Fort Drum to pair combat brigades with behavioral health care teams
FORT DRUM — Soldiers in the post’s three combat brigades soon will be paired with teams of behavioral health-care providers.
The teams, part of an effort described as embedded behavioral care and designed to increase care and reduce the stigma of seeking help, eventually will be placed at buildings near the three brigades’ headquarters. Plans are for the teams to be staffed this summer at temporary spaces, with permanent locations to be built later.
“The ultimate intention is to have facilities in the footstep of where soldiers live and work,” said Dr. Todd L. Benham, the post’s behavioral health chief.
The projected cost in fiscal year 2013 for creating and running the teams is $4.1 million.
Dr. Benham said the plans have been in development for about 14 months, after officials learned of a pilot program at Fort Carson, Colo., in late 2011.
Dr. Benham said one method to reduce the stigma of receiving care is the interaction team members will have with soldiers in professional and informal situations.
“It’s really bidirectional instead of having folks come here for their care,” he said.

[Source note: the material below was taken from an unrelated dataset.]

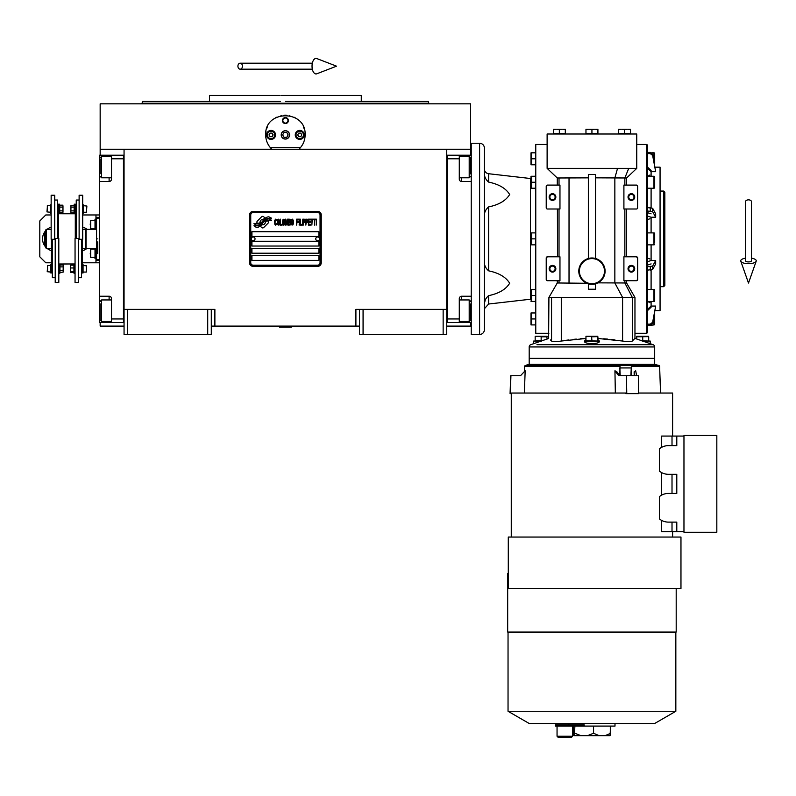 <?xml version="1.0" encoding="UTF-8"?>
<svg xmlns="http://www.w3.org/2000/svg" width="796" height="796" viewBox="0 0 796 796"><rect width="100%" height="100%" fill="white"/><g stroke="black" fill="none" stroke-linecap="round" stroke-linejoin="round"><path stroke-width="1.19" d="M359.493 326.111L211.298 326.111M446.735 309.385L446.735 334.479L359.493 334.479L359.493 309.385L446.735 309.385L446.735 149.24L470.635 149.24L470.635 103.828L100.157 103.828L100.157 149.24L446.735 149.24M355.902 326.111L355.902 309.385L359.493 309.385M207.716 334.479L207.716 309.385L211.298 309.385L211.298 334.479L124.057 334.479L124.057 149.24M211.298 309.385L214.88 309.385L214.88 326.111M363.075 334.479L363.075 309.385M124.057 309.385L207.716 309.385M443.143 334.479L443.143 309.385M100.157 322.529L100.157 326.111L124.057 326.111M446.735 326.111L470.635 326.111L470.635 322.529M470.635 155.22L470.635 149.24M100.157 155.22L100.157 149.24M127.639 334.479L127.639 309.385M268.481 222.144A1.492 1.492 0 0 0 268.043 221.089L267.904 220.95A6.935 6.935 0 0 0 265.257 221.606A2.627 2.627 0 0 1 262.113 224.701A10.408 10.408 0 0 1 260.521 226.382L261.635 227.497A1.492 1.492 0 0 0 263.745 227.497L268.043 223.198A1.492 1.492 0 0 0 268.481 222.144M320.052 214.97A2.388 2.388 0 0 0 317.664 212.582L253.128 212.582A2.388 2.388 0 0 0 250.74 214.97L250.74 262.78A2.388 2.388 0 0 0 253.128 265.168L317.664 265.168A2.388 2.388 0 0 0 320.052 262.78L320.052 214.97M251.934 255.606L251.934 260.382L318.858 260.382L318.858 255.606L251.934 255.606M251.934 248.432L251.934 253.218L318.858 253.218L318.858 248.432L251.934 248.432M251.934 241.268L251.934 246.044L318.858 246.044L318.858 241.268L251.934 241.268M251.934 231.706L251.934 236.482L318.858 236.482L318.858 231.706L251.934 231.706M269.496 219.736L268.998 218.9A10.975 10.975 0 0 0 266.431 219.348A5.721 5.721 0 0 0 263.615 221.258A214.034 214.034 0 0 1 262.143 223.079A9.015 9.015 0 0 1 260.063 224.93A5.92 5.92 0 0 1 256.67 225.865A42.516 42.516 0 0 1 253.964 225.706L256.382 227.477A6.885 6.885 0 0 0 261.904 224.243A9.094 9.094 0 0 1 263.904 221.915A6.159 6.159 0 0 1 267.973 220.502A70.804 70.804 0 0 1 271.426 220.661L270.929 219.835L269.496 219.736M269.496 217.606L269.018 216.801A6.487 6.487 0 0 0 265.297 218.104A7.88 7.88 0 0 0 263.446 220.074A17.273 17.273 0 0 1 262.322 221.587A5.602 5.602 0 0 1 259.795 223.308A9.433 9.433 0 0 1 256.75 223.795A23.999 23.999 0 0 1 253.954 223.626L256.352 225.298A7.084 7.084 0 0 0 262.491 222.124A9.094 9.094 0 0 1 264.561 219.875A6.865 6.865 0 0 1 268.103 218.472A14.915 14.915 0 0 1 271.416 218.512L270.929 217.706L269.496 217.606M264.849 217.905L263.735 216.791A1.492 1.492 0 0 0 261.625 216.791L257.337 221.089A1.492 1.492 0 0 0 257.337 223.198L257.476 223.338A6.925 6.925 0 0 0 260.113 222.691A2.627 2.627 0 0 1 263.267 219.587A10.418 10.418 0 0 1 264.849 217.905M276.809 224.243L276.869 223.606L276.073 224.363L275.038 223.606L275.157 220.303L276.073 219.915L276.869 220.681L276.58 219.537L275.555 219.159L274.7 220.552L274.809 224.243L275.555 225.129L276.809 224.243M278.7 219.159L277.734 219.537L277.326 221.189L277.386 223.736L278.242 225.129L279.217 224.751L279.615 223.099L279.565 220.552L278.7 219.159M280.421 219.159L280.083 225.129L282.142 225.129L282.142 224.363L280.421 224.363L280.421 219.159M283.973 219.159L282.998 219.537L282.6 221.189L282.769 224.243L283.515 225.129L284.49 224.751L284.888 223.099L284.719 220.044L283.973 219.159M286.948 225.129L287.754 220.422L288.092 225.129L288.092 219.159L287.575 219.159L286.719 224.492L285.863 219.159L285.346 219.159L285.346 225.129L285.694 220.422L286.948 225.129M290.44 222.203L290.212 219.278L288.55 219.159L288.55 225.129L290.212 224.999L290.44 222.203M292.5 219.159L291.535 219.537L291.127 221.189L291.187 223.736L292.042 225.129L293.018 224.751L293.425 223.099L293.366 220.552L292.5 219.159M296.629 225.129L296.968 222.333L298.46 222.333L298.46 221.567L296.968 221.567L296.968 219.915L298.689 219.915L298.689 219.159L296.629 219.159L296.629 225.129M299.147 225.129L299.495 219.159L299.147 225.129M300.291 219.159L299.953 225.129L302.012 225.129L302.012 224.363L300.291 224.363L300.291 219.159M302.47 225.129L302.808 219.159L302.47 225.129M305.385 221.059L304.928 219.278L303.266 219.159L303.266 225.129L303.614 222.462L304.928 222.333L305.385 221.059M307.962 221.059L307.505 219.278L305.843 219.159L305.843 225.129L306.191 222.462L307.505 222.333L307.962 221.059M310.49 225.129L310.49 224.363L308.768 224.363L308.768 222.333L310.261 222.333L310.261 221.567L308.768 221.567L308.768 219.915L310.49 219.915L310.49 219.159L308.42 219.159L308.42 225.129L310.49 225.129M313.117 219.786L313.117 219.159L310.947 219.159L310.947 219.786L311.863 219.786L311.863 225.129L312.201 219.786L313.117 219.786M315.753 219.786L315.753 219.159L313.574 219.159L313.574 219.786L314.49 219.786L314.49 225.129L314.838 219.786L315.753 219.786M316.211 225.129L316.559 219.159L316.211 225.129M278.013 220.044L279.217 220.681L278.7 224.363L277.734 223.606L278.013 220.044M283.286 220.044L284.49 220.681L283.973 224.363L282.998 223.606L283.286 220.044M288.898 221.696L288.898 219.915L289.983 219.915L290.152 221.567L288.898 221.696M290.271 222.84L290.152 224.243L288.898 224.363L288.898 222.462L290.271 222.84M291.814 220.044L293.018 220.681L292.5 224.363L291.535 223.606L291.814 220.044M304.878 221.567L303.614 221.696L303.614 219.786L304.878 219.915L304.878 221.567M307.455 221.567L306.191 221.696L306.191 219.786L307.455 219.915L307.455 221.567M253.128 266.361A3.582 3.582 0 0 1 249.536 262.78L249.536 214.97A3.582 3.582 0 0 1 253.128 211.388L317.664 211.388A3.582 3.582 0 0 1 321.246 214.97L321.246 262.78A3.582 3.582 0 0 1 317.664 266.361L253.128 266.361M251.218 238.82A1.91 1.91 0 0 0 253.068 240.78A1.91 1.91 0 0 0 255.038 238.929A1.91 1.91 0 0 0 253.178 236.959A1.91 1.91 0 0 0 251.218 238.82M315.753 238.82A1.91 1.91 0 0 0 317.604 240.78A1.91 1.91 0 0 0 319.574 238.929A1.91 1.91 0 0 0 317.713 236.959A1.91 1.91 0 0 0 315.753 238.82M270.859 148.225A19.721 19.721 0 0 0 271.864 149.24C267.824 145.3 265.764 140.514 265.675 134.902C264.461 109.46 306.331 109.46 305.117 134.902C305.027 140.514 302.968 145.3 298.928 149.24A19.721 19.721 0 0 0 300.082 148.056M269.307 146.305A19.721 19.721 0 0 1 268.869 145.658M265.914 137.967A19.721 19.721 0 0 1 265.755 136.663M265.794 132.693A19.721 19.721 0 0 1 265.964 131.529M266.6 128.922A19.721 19.721 0 0 1 267.416 126.793M275.605 117.778A19.721 19.721 0 0 1 276.59 117.251M280.938 115.689A19.721 19.721 0 0 1 281.436 115.579M284.033 115.231A19.721 19.721 0 0 1 285.326 115.181M285.406 115.181A19.721 19.721 0 0 1 286.789 115.231M289.346 115.579A19.721 19.721 0 0 1 289.853 115.689M294.182 117.251A19.721 19.721 0 0 1 295.197 117.788M303.714 127.589A19.721 19.721 0 0 1 304.181 128.902M305.037 136.633A19.721 19.721 0 0 1 304.778 138.534M301.913 145.668A19.721 19.721 0 0 1 301.425 146.384M300.609 147.449L270.182 147.449M281.326 134.902A4.06 4.06 0 0 0 285.396 138.962A4.06 4.06 0 0 0 289.455 134.902A4.06 4.06 0 0 0 285.396 130.833A4.06 4.06 0 0 0 281.326 134.902M282.411 120.554A2.985 2.985 0 0 1 285.396 117.569A2.985 2.985 0 0 1 288.381 120.554A2.985 2.985 0 0 1 285.396 123.549A2.985 2.985 0 0 1 282.411 120.554M266.57 134.902A4.478 4.478 0 0 0 271.048 139.38A4.478 4.478 0 0 0 275.535 134.902A4.478 4.478 0 0 0 271.048 130.415A4.478 4.478 0 0 0 266.57 134.902M295.256 134.902A4.478 4.478 0 0 0 299.734 139.38A4.478 4.478 0 0 0 304.221 134.902A4.478 4.478 0 0 0 299.734 130.415A4.478 4.478 0 0 0 295.256 134.902M271.048 138.603A3.701 3.701 0 0 0 274.759 134.902A3.701 3.701 0 0 0 271.048 131.191A3.701 3.701 0 0 0 267.347 134.902A3.701 3.701 0 0 0 271.048 138.603M271.048 139.081A4.179 4.179 0 0 0 275.237 134.902A4.179 4.179 0 0 0 271.048 130.713A4.179 4.179 0 0 0 266.869 134.902A4.179 4.179 0 0 0 271.048 139.081M270.013 133.111L268.978 134.902L270.013 136.693L272.083 136.693L273.118 134.902L272.083 133.111L270.013 133.111M299.734 138.603A3.701 3.701 0 0 0 303.435 134.902A3.701 3.701 0 0 0 299.734 131.191A3.701 3.701 0 0 0 296.032 134.902A3.701 3.701 0 0 0 299.734 138.603M299.734 139.081A4.179 4.179 0 0 0 303.913 134.902A4.179 4.179 0 0 0 299.734 130.713A4.179 4.179 0 0 0 295.555 134.902A4.179 4.179 0 0 0 299.734 139.081M298.699 133.111L297.664 134.902L298.699 136.693L300.769 136.693L301.803 134.902L300.769 133.111L298.699 133.111M282.839 120.554A2.557 2.557 0 0 0 285.396 123.111A2.557 2.557 0 0 0 287.943 120.554A2.557 2.557 0 0 0 285.396 118.007A2.557 2.557 0 0 0 282.839 120.554M285.396 139.081A4.179 4.179 0 0 0 289.575 134.902A4.179 4.179 0 0 0 285.396 130.713A4.179 4.179 0 0 0 281.207 134.902A4.179 4.179 0 0 0 285.396 139.081M282.63 134.902L284.013 137.29L286.769 137.29L288.152 134.902L286.769 132.504L284.013 132.504L282.63 134.902M285.396 101.44L428.328 101.44L361.285 101.44L361.285 95.46L288.102 95.46M428.328 101.44L428.805 103.231L141.977 103.231L285.396 103.231M293.535 95.46L281.356 95.46M280.083 95.46L209.507 95.46L209.507 101.44L142.464 101.44L141.977 103.828M280.311 101.44L209.507 101.44M290.47 101.44L297.843 101.44M323.275 101.44L361.285 101.44M285.396 95.46L338.738 95.46M446.735 322.529L471.232 322.529L471.232 306.997L470.635 306.997M459.282 322.529L459.282 318.947L447.332 318.947L447.332 158.802L459.282 158.802L459.282 179.12A2.388 2.388 0 0 0 461.67 181.508L471.232 181.508L471.232 296.241L461.67 296.241L461.67 299.943M459.282 318.947L459.282 298.629A2.388 2.388 0 0 1 461.67 296.241M446.735 155.21L459.282 155.22L459.282 158.802M459.282 155.22L461.67 155.22L461.67 156.285M470.635 170.752L471.232 170.752L471.232 155.22L461.67 155.22M447.332 155.21L447.332 322.529M459.282 299.943L469.202 299.943L469.202 321.455L459.282 321.455M470.635 318.509L470.635 304.002M469.202 321.455L470.635 319.833M469.202 160.155L469.202 156.285L470.635 157.717L470.635 173.876M459.282 156.285L469.202 156.285L469.202 177.797L459.282 177.797M470.635 169.946L470.635 161.946M470.635 164.961L470.635 163.27M124.057 155.22L99.56 155.22L99.56 181.508L109.112 181.508L109.112 177.797M111.51 155.22L111.51 158.802L123.46 158.802L123.46 318.947L111.51 318.947L111.51 298.629A2.388 2.388 0 0 0 109.112 296.241L99.56 296.241L99.56 306.997L100.157 306.997M111.51 158.802L111.51 179.12A2.388 2.388 0 0 1 109.112 181.508M99.56 181.508L99.56 296.241M124.057 322.539L111.51 322.529L111.51 318.947M111.51 322.529L109.112 322.529L109.112 321.455M99.56 306.997L99.56 322.529L109.112 322.529M123.46 322.539L123.46 155.22M111.51 177.797L101.589 177.797L101.589 156.285L111.51 156.285M100.157 159.24L100.157 173.737M101.589 156.285L100.157 157.916M101.589 317.594L101.589 321.455L100.157 320.022L100.157 303.873M111.51 321.455L101.589 321.455L101.589 299.943L111.51 299.943M100.157 307.803L100.157 315.803M100.157 312.788L100.157 314.48M86.048 238.87L86.048 229.308L96.565 229.308L96.565 248.432L86.048 248.432L86.048 238.87M97.759 241.865L97.759 253.606M97.759 238.87C97.759 265.854 97.759 265.854 97.759 238.87C97.759 211.895 97.759 211.895 97.759 238.87M96.565 238.87C96.565 212.452 96.565 212.452 96.565 238.87C96.565 265.297 96.565 265.297 96.565 238.87M99.56 217.955L96.565 218.393L96.565 229.308M96.565 232.084L96.565 235.885M96.565 248.432L96.565 259.357L99.56 259.785M279.416 326.708L291.366 327.076L279.416 327.076L280.013 326.111M748.499 199.856A2.985 1.861 0 0 1 751.484 201.716L751.484 260.819A2.985 1.095 0 0 1 748.499 261.924A2.985 1.095 0 0 1 745.504 260.819L745.504 201.716A2.985 1.861 0 0 1 748.499 199.856M745.504 258.193A7.771 2.856 0 0 0 740.787 261.188A7.771 2.856 0 0 0 748.499 263.675A7.771 2.856 0 0 0 756.2 261.188A7.771 2.856 0 0 0 751.484 258.193M237.914 66.177A2.985 2.259 -90 0 0 240.183 69.172A2.985 2.259 -90 0 0 242.442 66.177A2.985 2.259 -90 0 0 240.183 63.192A2.985 2.259 -90 0 0 237.914 66.177M312.032 66.177A7.771 3.98 -90 0 1 316.788 58.556L336.539 66.177L316.788 73.799A7.771 3.98 -90 0 1 312.032 66.177M51.362 248.432A10.159 10.159 0 0 0 51.392 248.442L46.377 248.432L45.78 247.835L45.78 229.915L46.377 229.308L51.153 229.308M46.377 248.432L46.377 229.308M82.734 229.308A10.159 10.159 0 0 0 82.704 229.298L85.809 229.308L85.809 248.432L82.466 248.432M530.992 299.206L530.992 289.754L530.992 299.206A4.776 4.776 0 0 0 530.444 299.236L488.615 304.022L488.615 295.644C498.923 293.505 505.928 289.376 509.659 283.237C505.928 277.108 498.923 272.968 488.615 270.829L488.615 206.91C498.923 204.781 505.928 200.642 509.659 194.503C505.928 188.373 498.923 184.234 488.615 182.095L488.615 173.727A4.776 4.776 0 0 1 484.376 168.971L484.376 172.722C484.147 176.334 485.56 179.458 488.615 182.095M488.615 173.727L530.444 178.513A4.776 4.776 0 0 0 530.992 178.543L530.992 176.523A1.791 1.791 0 0 1 531.022 176.274L531.529 176.274L531.022 176.274A1.791 1.791 0 0 0 530.992 176.523L530.992 178.543M647.765 176.274L649.904 175.03M654.68 155.817L654.68 162.245M654.68 182.264L654.68 185.697M651.098 170.513L647.506 167.12M626.591 280.699L626.591 282.978L597.905 282.859M595.527 177.836L626.591 177.986L626.591 185.09M584.473 341.255C583.786 344.379 600.085 344.379 599.408 341.255L584.473 341.255M548.454 338.529L533.678 343.673L533.678 341.056L541.738 341.056M604.671 274.411L604.443 275.197M603.209 277.904L602.761 278.61M600.811 280.839L599.468 281.913M595.527 285.684L595.527 283.784A13.144 13.144 0 0 1 588.353 283.784L588.353 289.246L595.527 289.246L595.527 283.784A13.144 13.144 0 0 0 595.527 258.491L595.527 174.503L588.353 174.503L588.353 258.491A13.144 13.144 0 0 0 588.353 283.784L588.353 285.157M597 283.276L597.657 282.978M585.965 338.469L561.289 341.036C555.996 341.832 552.752 341.832 551.558 341.036L550.394 339.912M548.613 338.459L548.912 297.435L634.959 297.435L626.591 282.978M555.489 197.04A2.985 2.985 0 0 1 552.504 200.035A2.985 2.985 0 0 1 549.509 197.04A2.985 2.985 0 0 1 552.504 194.055A2.985 2.985 0 0 1 555.489 197.04M546.285 279.874L546.225 279.505A1.194 1.194 0 0 0 547.419 280.699L559.966 280.699L559.966 256.8L559.021 256.8L559.021 209L547.419 209A1.194 1.194 0 0 1 546.225 207.796L546.225 186.284A1.194 1.194 0 0 1 547.419 185.09L559.021 185.09L559.021 177.986M559.021 209L559.966 209L559.966 185.09L559.021 185.09M547.419 185.09L546.305 185.866M586.871 283.276L557.28 282.978L548.912 297.435M557.717 177.986L588.353 177.856M557.548 256.8L557.399 209M559.021 256.8L547.419 256.8L546.225 257.994L546.225 279.505M557.28 280.699L557.28 282.978M547.121 144.464L535.768 144.464L535.768 333.285L548.912 333.285M582.971 280.759L580.811 278.142M581.836 262.73L582.463 262.023M584.752 260.133L586.433 259.207M617.537 168.364L547.121 168.364L547.121 134.007L636.75 134.007L636.75 168.364L617.537 168.364L614.85 177.986L614.85 282.978L622.591 297.435L622.591 341.036L597.915 338.469M547.419 256.8A1.194 1.194 0 0 0 546.225 257.994M597.368 259.168L598.711 259.874M599.129 260.133L599.667 260.501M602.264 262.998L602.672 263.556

Asked whether having such care close to fellow soldiers and supervisors would create concerns about privacy, Dr. Benham said he did not see that risk.
“It’s not like people are taking names at the door,” he said.
Dr. Benham said the facilities have been met positively by division, brigade and battalion leaders, who he said were concerned about their soldiers’ well-being and performance.
“They know our investment is to get soldiers back to work, or, if not, to have a successful transition out of the military,” he said.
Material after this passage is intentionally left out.